■ What to do ■
Throughout the records below, find the lines with the string "removed" and give how many there are, nothing else.

(Records supplied begins)

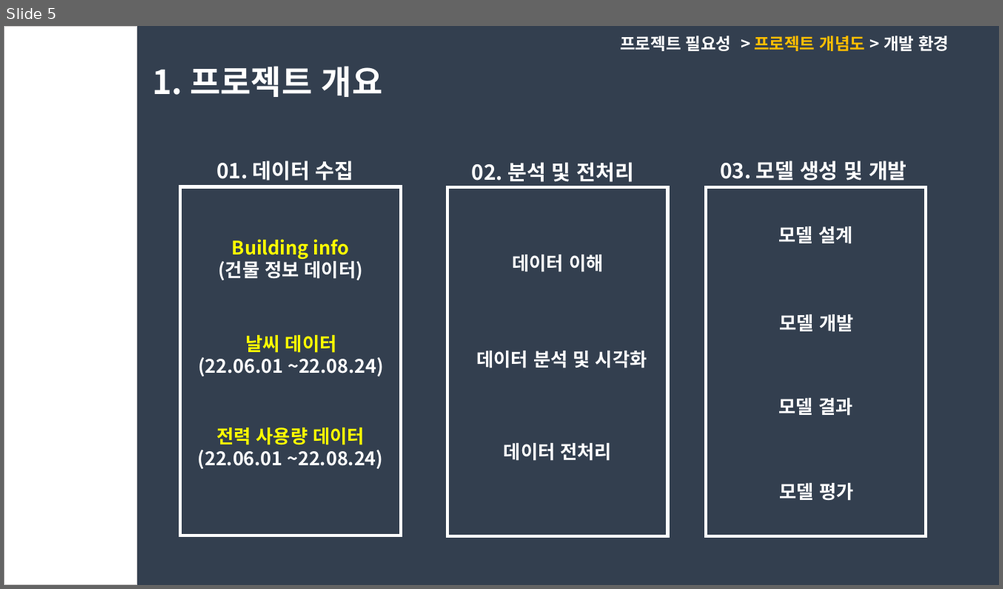
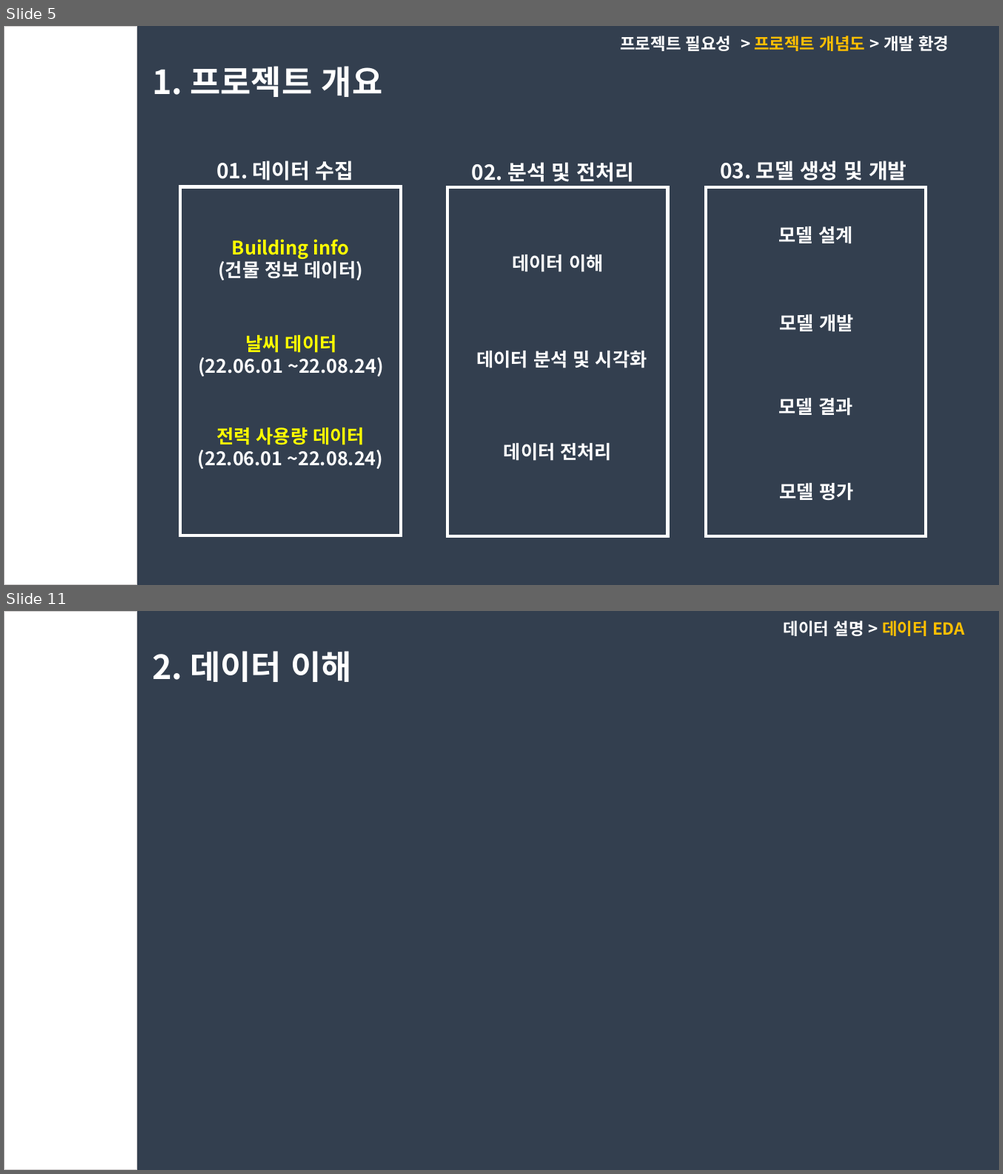
Before and after one commit to dongkieric98/-, a slide deck: electricity.pptx. Shown one above the other, each under a label of ours: slide 5 before the commit, slides 5 and 11 after it; the slides between them are not shown. The pictures are 1003x589 and 1003x1174 pixels, drawn with LibreOffice and Linux fonts; fonts in the diff are those of the drawing. Boxes give left, top, right and bottom in pixels: in the first picture for what was removed or moved away, otherwise in the second. Text is boxed around its words. In the diff, an @@ line names an element or a change of style, - is before the commit and + after.

Commit message:
Chapter1 제작 완료, Chapter2-1 데이터 설명 완료 (Chapter 2-2 전까지 완료함)

```diff
--- a/electricity.pptx
+++ b/electricity.pptx
@@ slide 11 added at [4, 611, 999, 1170], background #333F50 @@
@@ rectangle added at [4, 611, 136, 1170], fill #FFFFFF, outline #D0CECE 1 pt @@
@@ text added at [783, 621, 965, 636], 16 pt, text #FFFFFF, bold @@
+데이터 설명 > 데이터 EDA
@@ text added at [152, 651, 352, 682], 32 pt, text #FFFFFF, bold @@
+2. 데이터 이해
```
Also in this commit, not shown: 2 slides changed, 4 other slides added, 2 slides removed.

(Records supplied ends)

■ Final answer ■
2